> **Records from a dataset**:
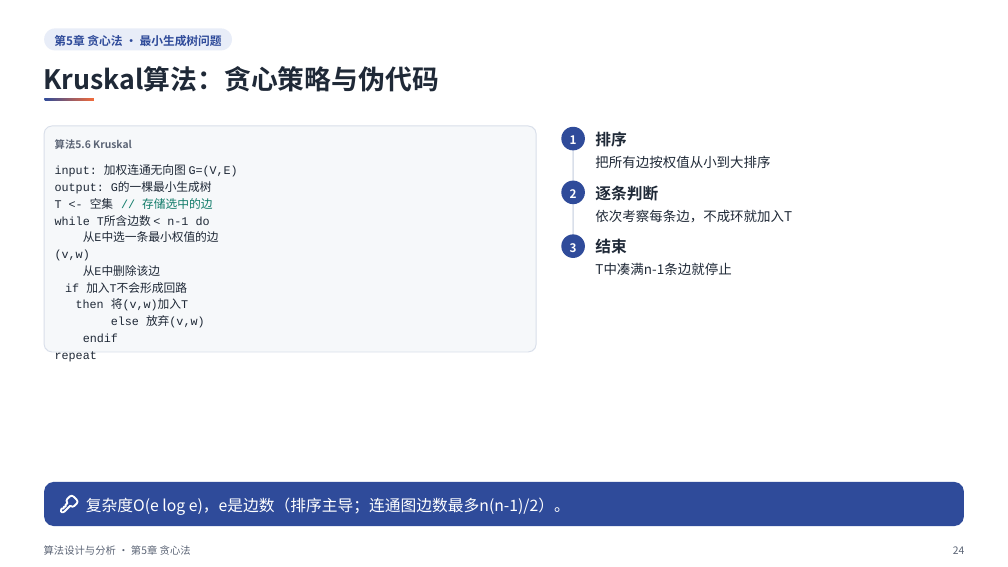
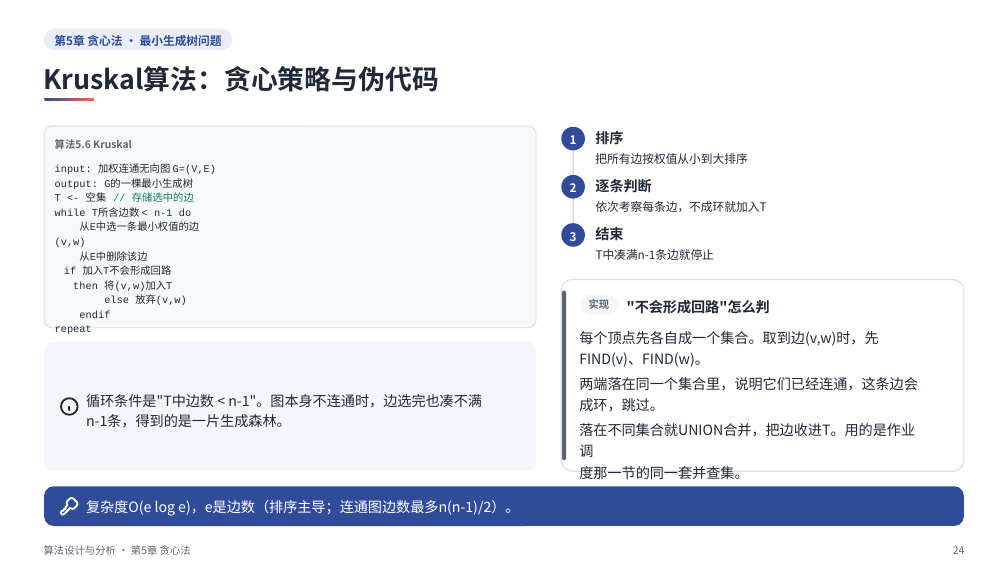
Before and after one commit to sweetcornna/JLU-remake, a slide deck: slide 24 of 大二下/算法设计与分析/重制版PPT/第5章 贪心法（重制版）.pptx. Drawn at 1008x567 pixels with LibreOffice and Linux fonts; fonts in the diff are those of the drawing. Boxes give left, top, right and bottom in pixels: in the first picture for what was removed or moved away, otherwise in the second. Text is boxed around its words. In the diff, an @@ line names an element or a change of style, - is before the commit and + after.

```diff
--- a/大二下/算法设计与分析/重制版PPT/第5章 贪心法（重制版）.pptx
+++ b/大二下/算法设计与分析/重制版PPT/第5章 贪心法（重制版）.pptx
@@ rounded rectangle at (x1=44, y1=126, x2=536, y2=328): proportions changed @@
@@ rounded rectangle resized from (x1=44, y1=126, x2=536, y2=352) to (x1=44, y1=126, x2=536, y2=328) @@
@@ rectangle resized from (x1=572, y1=138, x2=574, y2=246) to (x1=572, y1=138, x2=574, y2=234) @@
@@ text "input: 加权连通无向图 G=(V,E) output: G的一棵最小生成树 ..." at (x1=55, y1=163, x2=216, y2=318): size 11.2 to 9.8 pt; line spacing 16pt to 13.9pt @@
@@ ellipse moved from (x1=561, y1=181, x2=585, y2=204) to (x1=561, y1=175, x2=585, y2=198) @@
@@ text "2" moved from (x1=570, y1=189, x2=577, y2=198) to (x1=570, y1=183, x2=577, y2=192) @@
@@ text "依次考察每条边，不成环就加入T" moved from (x1=595, y1=209, x2=792, y2=222) to (x1=596, y1=201, x2=767, y2=212) @@
@@ ellipse moved from (x1=561, y1=234, x2=585, y2=258) to (x1=561, y1=223, x2=585, y2=247) @@
@@ text "3" moved from (x1=570, y1=243, x2=577, y2=252) to (x1=570, y1=232, x2=577, y2=241) @@
@@ text "结束" moved from (x1=595, y1=238, x2=626, y2=254) to (x1=595, y1=227, x2=623, y2=240) @@
@@ size 12.8 to 11.2 pt in 3 elements at (x1=595, y1=153, x2=747, y2=164), (x1=596, y1=201, x2=767, y2=212), (x1=596, y1=249, x2=714, y2=260) @@
@@ text "T中凑满n-1条边就停止" moved from (x1=595, y1=262, x2=731, y2=275) to (x1=596, y1=249, x2=714, y2=260) @@
@@ group added at (x1=44, y1=342, x2=536, y2=471): 2 freeform shapes, 1 rounded rectangle, 1 text @@
+循环条件是"T中边数 < n-1"。图本身不连通时，边选完也凑不满
+n-1条，得到的是一片生成森林。
@@ group added at (x1=561, y1=280, x2=964, y2=479): 5 texts, 3 rounded rectangles @@
+实现
+"不会形成回路"怎么判
+每个顶点先各自成一个集合。取到边(v,w)时，先
+FIND(v)、FIND(w)。
+两端落在同一个集合里，说明它们已经连通，这条边会
+成环，跳过。
+落在不同集合就UNION合并，把边收进T。用的是作业调
+度那一节的同一套并查集。
@@ rounded rectangle resized from (x1=44, y1=482, x2=964, y2=526) to (x1=44, y1=486, x2=964, y2=526) @@
@@ rounded rectangle at (x1=44, y1=486, x2=964, y2=526): proportions changed @@
@@ freeform shape at (x1=61, y1=498, x2=78, y2=515): outline redrawn @@
@@ freeform shape at (x1=72, y1=504, x2=73, y2=504): outline redrawn @@
@@ size 15 to 13.5 pt in 4 elements at (x1=595, y1=131, x2=623, y2=145), (x1=595, y1=179, x2=651, y2=192), (x1=595, y1=227, x2=623, y2=240), (x1=86, y1=500, x2=519, y2=516) @@
```
Also in this commit, not shown: 25 other slides changed, 4 other files.
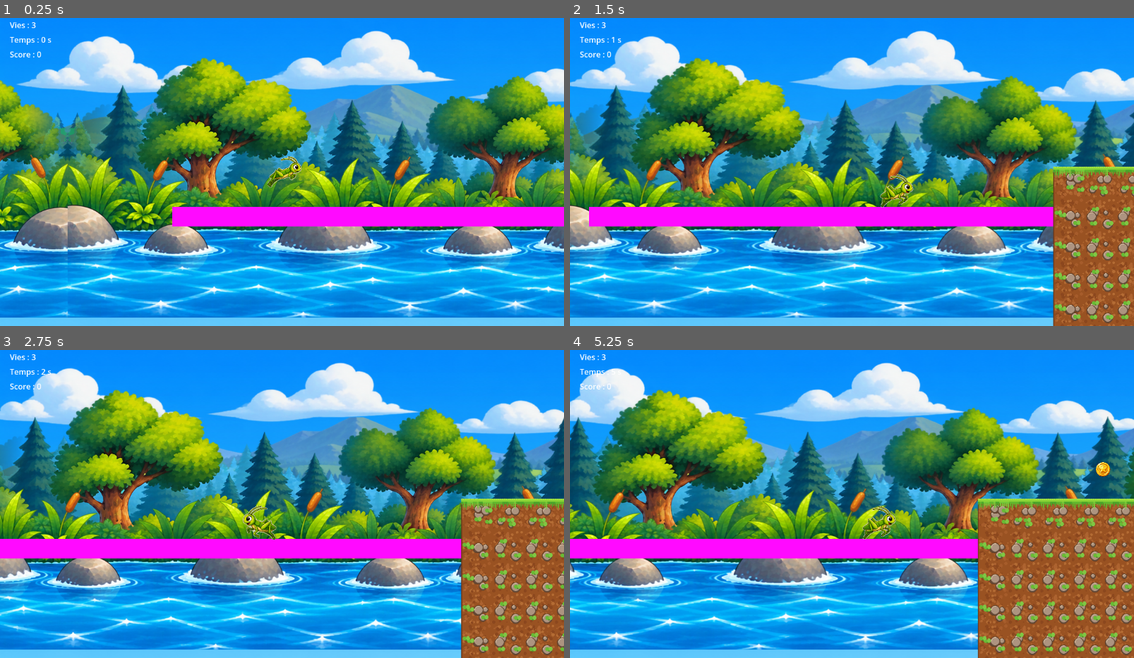
Above: before the commit, frames 1-4 (two rows, left to right).
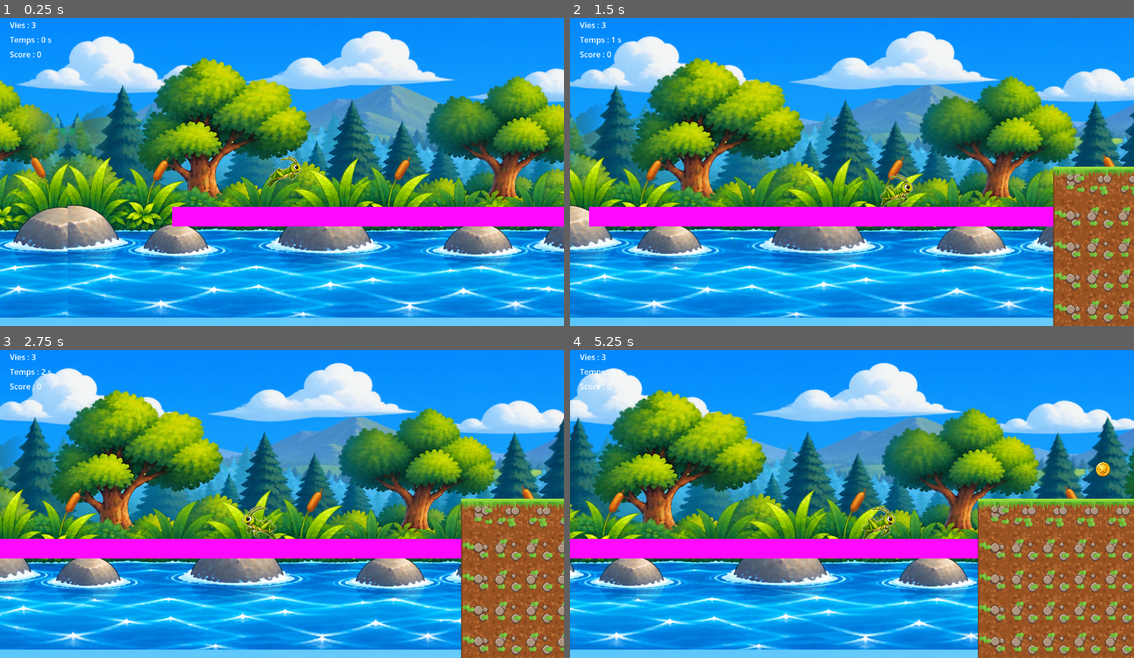
Above: after the commit, the same moments.

Repository: Audry-Noupoue/bug-rush
Game: Godot game, scene res://scenes/main.tscn
Two runs of this game, one before a commit and one after it. Both use one fixed random seed, a clock stepped at 60 frames per second and the inputs below.
Inputs:
- Up to frame 1 (0.25 s): no input
- Up to frame 2 (1.5 s): hold D (move_right) from 0.53 s (still down); tap J (dash) at 0.6, 1.35 s; tap Space (jump) at 0.77 s
- Up to frame 3 (2.75 s): tap Space (jump) at 1.52 s; release D (move_right) at 2.03 s; hold A (move_left) from 2.03 s (still down); tap J (dash) at 2.1 s
- Up to frame 4 (5.25 s): release A (move_left) at 2.78 s; hold D (move_right) 2.78-4.28 s; tap J (dash) every 0.75 s from 2.85 to 5.1 s; tap Space (jump) at 3.02, 3.77, 4.52 s; hold A (move_left) 4.28-5.03 s; hold D (move_right) from 5.03 s (still down)

The runs differ from the first frame. In frame 1, less than 0.1% of the frame differs, in the area x 23-74%, y 6-19%; in frame 2, 0.3%; in frame 3, 0.5%; in frame 4, 0.9%, in the area x 0-100%, y 4-27%.

Commit message:
Parallaxe : done

Diff:
--- a/scenes/main.tscn
+++ b/scenes/main.tscn
@@ -60,7 +60,7 @@
 z_index = -9
 scroll_scale = Vector2(0.1, 0.1)
 repeat_size = Vector2(2172, 0)
-autoscroll = Vector2(-15, 0)
+autoscroll = Vector2(-16, 0)
 
 [node name="Nuages" type="Sprite2D" parent="FondNuages" unique_id=1201899522]
 position = Vector2(0, 30)
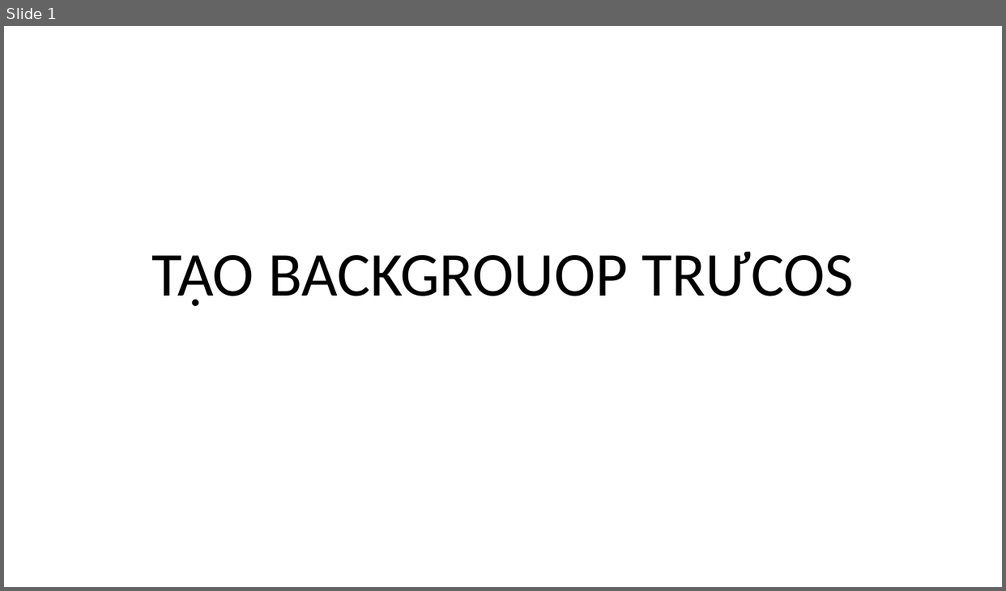
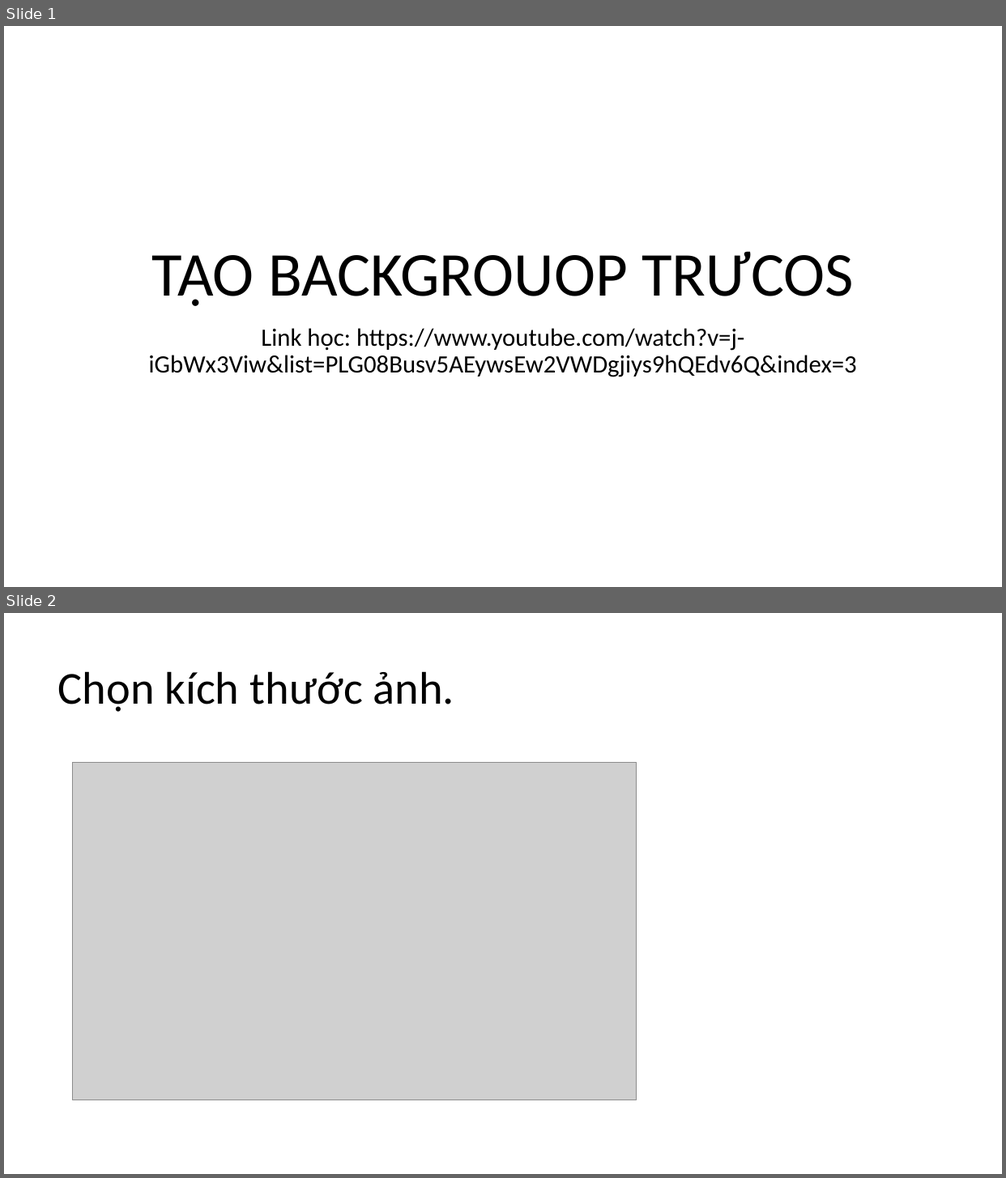
Before and after one commit to DangVanDoan05/photoshop, a slide deck: THIẾT KẾ BANNER.pptx. Shown one above the other, each under a label of ours: slide 1 before the commit, slides 1 and 2 after it. The pictures are 1006x591 and 1006x1178 pixels, drawn with LibreOffice and Linux fonts; fonts in the diff are those of the drawing; grey boxes stand for pictures. Boxes give left, top, right and bottom in pixels: in the first picture for what was removed or moved away, otherwise in the second. Text is boxed around its words. In the diff, an @@ line names an element or a change of style, - is before the commit and + after.

```diff
--- a/THIẾT KẾ BANNER.pptx
+++ b/THIẾT KẾ BANNER.pptx
@@ slide 2 added at [4,613,1002,1174], background #FFFFFF @@
@@ title added at [58,671,455,712], 44 pt, text #000000 @@
+Chọn kích thước ảnh.
@@ picture added at [73,763,637,1101] @@
@@ slide 1 changed as well @@
@@ subtitle added at [149,328,857,378], 24 pt, text #000000 @@
+Link học: https://www.youtube.com/watch?v=j-iGbWx3Viw&list=PLG08Busv5AEywsEw2VWDgjiys9hQEdv6Q&index=3
```
Also in this commit, not shown: 2 other slides added, 2 slides removed, 4 other files.

> **WHAT IS REQUIRED**:
The expected result is a copy of each line in the records where "scenes" appears.

> **ANSWER SECTION**:
Game: Godot game, scene res://scenes/main.tscn
--- a/scenes/main.tscn
+++ b/scenes/main.tscn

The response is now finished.